Be sure to get good quality AGM battery.

More info here:

https://www.cruzetalk.com/forum/64-...ussion/155881-factory-battery-replaced-8.html


----------



## bigluke (Aug 18, 2013)

Rivergoer said:


> bigluke said:
> 
> 
> > Hi. I have a 2014 diesel bought in sept 2013. Long time didn't posted here. Seems that my diesel was running fine for long time. Perhaps having issues now with the stabiltrack and abs messages on the DIC also had once the window down and up reset message and once the stability control message. Heard about the negative cable recall but mine has the new cable and it's not corroded and also tightened up all positive and ground connections. Tried to run some 3 new negative connections from the battery post to the body. But the problem persists. Battery showing 14.7V on the DIC when driving. Had some weird stuff going on past week, wipers working at half speed resolved by them selfes after 5 min and the blower fan running at half speed also. These two didn't came back after I put the 3 new negative wires. My battery is 6 years old but never had starting issues at all. Maybe someone could help me out with this issue.
> ...


I'm looking to replace the battery and saw a Energizer AGM R94 under 300$ at Costco. It's the 850CA. Don't know if it's a good choice. They're pricey and don't want to go wrong. Besides the battery, because on other posts some people replaced the battery and still have the stabilitrak messages what should I look for. The abs, speed and yaw sensors has to be checked at the dealer so just trying to save some money before I drop the car at the dealer. Heard people spending hundreds before solving this issue.


----------



## bigluke (Aug 18, 2013)

Also does someone know if the stock battery can be charged with a regular battery charger. I would like to try it before buying a new one. This way when fully charged overnight if it clears all my DIC messages I could be sure that this was the problem. Thanks again for your replies.


----------



## Rivergoer (Mar 30, 2017)

If you have a friend or relative with a Sams Club membership, the Duracell AGM 94 is an excellent choice and much more affordable.

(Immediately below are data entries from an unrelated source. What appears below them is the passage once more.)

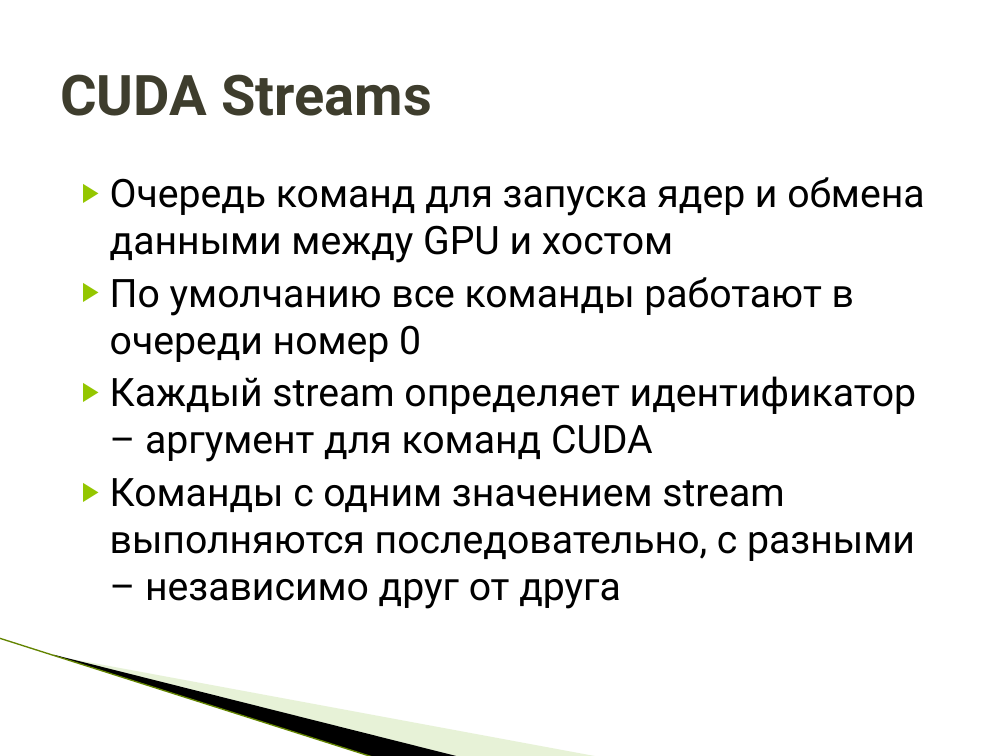
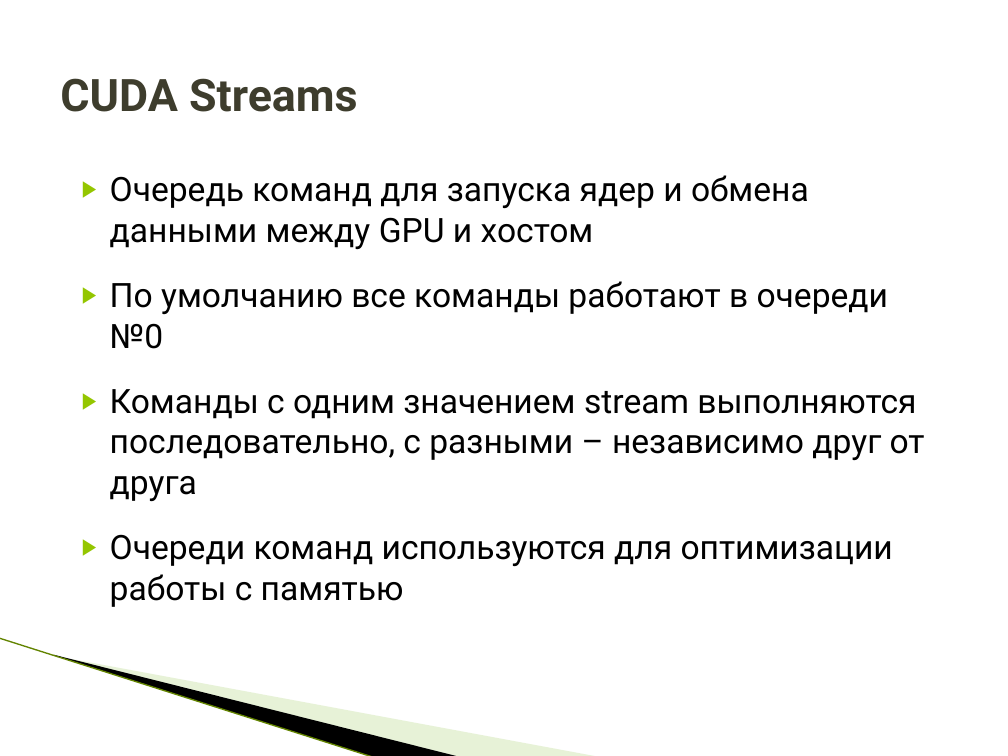
Before and after one commit to HPC-lab-ITIS/CUDA, a slide deck: slide 23 of materials/lec_1/lec_1.pptx (slide 30 before the commit). Drawn at 1008x756 pixels with LibreOffice and Linux fonts; fonts in the diff are those of the drawing; background and template pictures are left out. Boxes give left, top, right and bottom in pixels: in the first picture for what was removed or moved away, otherwise in the second. Text is boxed around its words. In the diff, an @@ line names an element or a change of style, - is before the commit and + after.

```diff
--- a/materials/lec_1/lec_1.pptx
+++ b/materials/lec_1/lec_1.pptx
@@ title "CUDA Streams" at box(60, 78, 358, 112): size 40 to 32 pt @@
@@ text at box(110, 175, 925, 501): size 28 to 24 pt in "Очередь команд для запуска ядер и обмена ...", "Команды с одним значением stream выполняются последовательно ..."; more space between paragraphs @@
@@ text at box(110, 281, 889, 349): text changed; size 28 to 24 pt @@
-▶ По умолчанию все команды работают в очереди номер 0
-▶ Каждый stream определяет идентификатор – аргумент для команд CUDA
+▶ По умолчанию все команды работают в очереди №0
@@ text at box(110, 534, 893, 607): paragraph added @@
+▶ Очереди команд используются для оптимизации работы с памятью
```
Also in this commit, not shown: 24 other slides changed, 10 slides removed, 3 other files.

https://www.samsclub.com/sams/auto-grp-94r-h7-agm-36-mo-free/prod9510086.ip?mobiledetect=false


----------



## boraz (Aug 29, 2013)

your abs and stabilitrack are the same problem

you have a abs problem, bad sensor or a wire....

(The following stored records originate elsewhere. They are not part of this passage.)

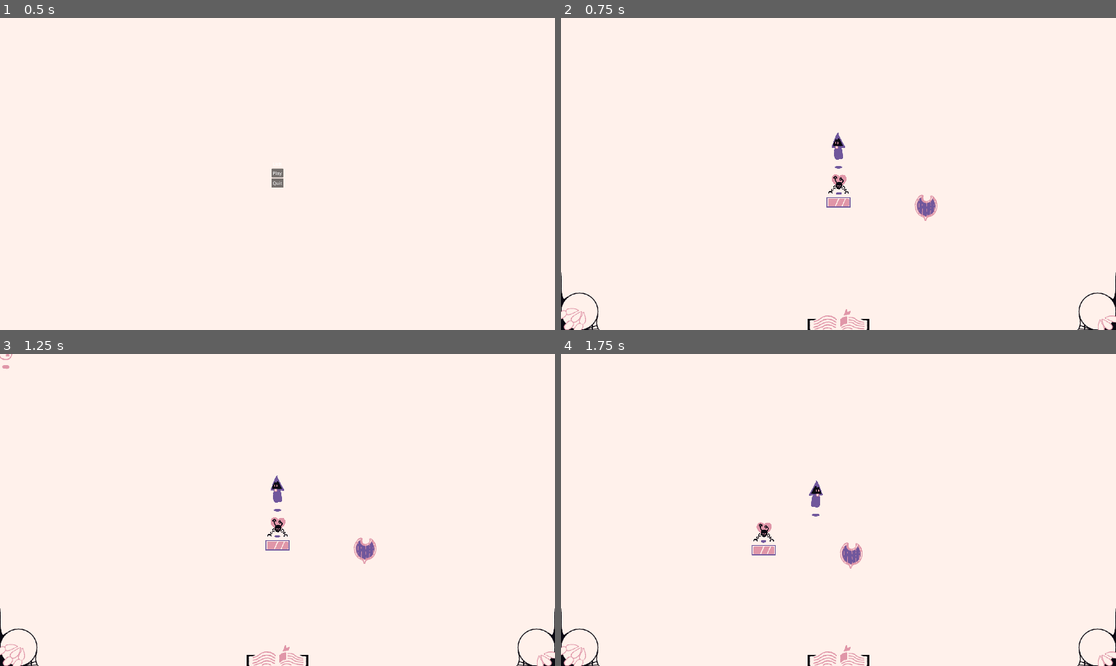
Above: before the commit, frames 1-4 (two rows, left to right).
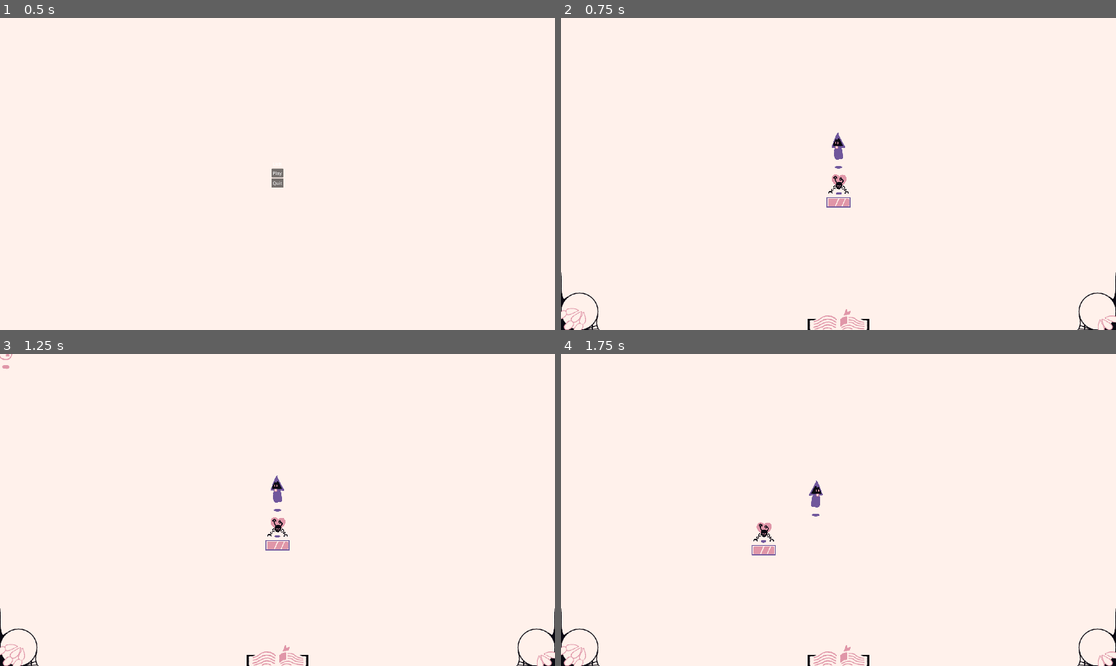
Above: after the commit, the same moments.

Repository: LunaticDancer/Lich
Game: Godot game, scene res://core/world.tscn
Two runs of this game, one before a commit and one after it. Both use one fixed random seed, a clock stepped at 60 frames per second and the inputs below.
Inputs (mouse positions are in pixels of both pictures, inside the frame that each line leads up to):
- Up to frame 1 (0.5 s): no input
- Up to frame 2 (0.75 s): click "Play" at 0.5 s
- Up to frame 3 (1.25 s): no input
- Up to frame 4 (1.75 s): move the mouse to (960, 494) at 1.27 s; press the mouse at (960, 494) at 1.28 s; hold Right (right) from 1.28 s (still down)

Frame 1 is identical in both runs. In frame 2, 0.2% of the frame differs, in the area x 63-68%, y 56-66%; in frame 3, 0.2%, in the area x 63-68%, y 58-68%; in frame 4, 0.2%.

Commit message:
enemies drop ability pick ups

Diff:
--- a/abilities/ability_pick_up.tscn
+++ b/abilities/ability_pick_up.tscn
@@ -5,14 +5,16 @@
 [ext_resource type="PackedScene" uid="uid://bbbvosouesy2b" path="res://abilities/shield/shield_ability.tscn" id="2_aa66e"]
 
 [sub_resource type="CircleShape2D" id="CircleShape2D_d84q5"]
-radius = 42.05
+radius = 30.0
 
 [node name="AbilityPickUp" type="Area2D"]
 script = ExtResource("1_lxofy")
 ability = ExtResource("2_aa66e")
 
 [node name="Sprite2D" type="Sprite2D" parent="."]
-position = Vector2(0, -64)
+texture_filter = 1
+position = Vector2(0, -32)
+scale = Vector2(0.5, 0.5)
 texture = ExtResource("1_uudum")
 
 [node name="CollisionShape2D" type="CollisionShape2D" parent="." groups=["AbilityPickUp"]]
--- a/core/play_area.tscn
+++ b/core/play_area.tscn
@@ -1,10 +1,9 @@
-[gd_scene load_steps=6 format=3 uid="uid://3stwd766vpxl"]
+[gd_scene load_steps=5 format=3 uid="uid://3stwd766vpxl"]
 
 [ext_resource type="PackedScene" uid="uid://7aemojh6igaj" path="res://core/phylactery.tscn" id="1_2fhtn"]
 [ext_resource type="Script" path="res://core/arena_controller.gd" id="1_fqvlf"]
 [ext_resource type="PackedScene" uid="uid://cydlqp815j1wm" path="res://core/lich.tscn" id="2_l8r1w"]
 [ext_resource type="PackedScene" uid="uid://8pa7jm5j8mk6" path="res://enemies/wisp/wisp.tscn" id="3_cki4b"]
-[ext_resource type="PackedScene" uid="uid://g3byng8s3ny1" path="res://abilities/ability_pick_up.tscn" id="5_voatp"]
 
 [node name="PlayArea" type="Node2D"]
 y_sort_enabled = true
@@ -20,7 +19,4 @@
 [node name="Lich" parent="." instance=ExtResource("2_l8r1w")]
 position = Vector2(0, -90)
 
-[node name="AbilityPickUp" parent="." instance=ExtResource("5_voatp")]
-position = Vector2(303, 109)
-
 [connection signal="timeout" from="SpawnTimer" to="." method="_on_spawn_timer_timeout"]
--- a/enemies/enemy.gd
+++ b/enemies/enemy.gd
@@ -4,8 +4,11 @@
 @export var renderer : AnimatedSprite2D
 @export var hp = 1
 @export var points_value = 100
-@export var blood_drop : PackedScene
+var blood_drop = preload("res://enemies/blood_vfx/blood_drop.tscn")
 @export var blood_per_hit = 3
+var ability_pick_up_scene = preload("res://abilities/ability_pick_up.tscn")
+@export var ability_pool : Array[PackedScene]
+@export var ability_drop_chance = 0		# percent
 var invulnerable = false
 
 func bleed(direction):
@@ -15,11 +18,19 @@
 		drop.global_position = global_position
 		add_sibling(drop)
 
+func handle_ability_drop():
+	if randf_range(1, 100) <= ability_drop_chance:
+		var drop = ability_pick_up_scene.instantiate()
+		drop.initiate(ability_pool.pick_random())
+		drop.global_position = global_position
+		add_sibling(drop)
+
 func receive_damage(amount : int):
 	if invulnerable:
 		return
 
 	hp -= amount
 	if hp <= 0:
+		handle_ability_drop()
 		get_tree().get_first_node_in_group("GameController").enemy_killed(points_value)
 		renderer.play("death")
--- a/enemies/wisp/wisp.tscn
+++ b/enemies/wisp/wisp.tscn
@@ -2,7 +2,7 @@
 
 [ext_resource type="Script" path="res://enemies/wisp/wisp.gd" id="1_o121w"]
 [ext_resource type="Texture2D" uid="uid://cq2nbol3f4ixw" path="res://enemies/wisp/Wisp.png" id="1_rp2xm"]
-[ext_resource type="PackedScene" uid="uid://r4p4fudxiesf" path="res://enemies/blood_vfx/blood_drop.tscn" id="2_6fqqy"]
+[ext_resource type="PackedScene" uid="uid://bbbvosouesy2b" path="res://abilities/shield/shield_ability.tscn" id="2_mc3a0"]
 
 [sub_resource type="CircleShape2D" id="CircleShape2D_4w1yj"]
 radius = 15.0
@@ -86,8 +86,9 @@
 contact_monitor = true
 script = ExtResource("1_o121w")
 renderer = NodePath("AnimatedSprite2D")
-blood_drop = ExtResource("2_6fqqy")
 blood_per_hit = 5
+ability_pool = Array[PackedScene]([ExtResource("2_mc3a0")])
+ability_drop_chance = 4
 
 [node name="CollisionShape2D" type="CollisionShape2D" parent="."]
 shape = SubResource("CircleShape2D_4w1yj")

abs out of whack puts the stabilitrack out of whack, it needs data from the abs sensor to work...its not a battery issue


----------



## oreo382 (Sep 17, 2014)

Is your battery staying constantly at 14.7 while driving or is it going down to around 12.2 or so then up again? If it stays at 14.7 for a whole drive(say 1/2 hr) then your battery is probably toast.6 yrs. is a lot longer than most others have gotten out of theirs.


----------



## revjpeterson (Oct 2, 2013)

6 years is definitely a very long time for these factory batteries. I went just short of 5 years/100k miles, and I think I was one of the longest runs anyone got out of their factory battery. 

Whether it's related or not is hard to say. Your encountering the wiper, window, and HVAC fan issues would seem to point that direction, and would warrant replacing the battery regardless of whether the ABS/Stabilitrac issues are related to it. 

Replace the battery first, then you've at least narrowed the search. Those messages do have a related Cxxxx code stored in the computer that could point you to the problem, if it's not just an electrical glitch. You'd need a scanner that has the ability to access ABS/SRS codes to get them, though.


----------



## bigluke (Aug 18, 2013)

I know my battery doesn't want to die. Checked yesterday on my daily commute and the voltage cycles between 12.2V and 14.7V. It's keeping the charge well at 12.6V overnight. I'm driving 130 miles daily to work and back home so that seems to keep the battery well maintained for those 6 years. My scanner doesn't read the abs codes so I took an appointment at the dealer for tomorrow. I'll post after what the problem was. Thanks


----------



## Blasirl (Mar 31, 2015)

[h=1]Special Coverage #14311: Negative Battery Cable[/h]
[h=1]Cruze Battery Upgrade Options[/h]
[h=1]HOW TO: Installation of the Big 3 Cruze Kit[/h]
[h=1]Gen1 Cruze Big 3 Kits[/h]


----------



## BDCCruze (Jul 12, 2017)

bigluke said:


> Also does someone know if the stock battery can be charged with a regular battery charger. I would like to try it before buying a new one. This way when fully charged overnight if it clears all my DIC messages I could be sure that this was the problem. Thanks again for your replies.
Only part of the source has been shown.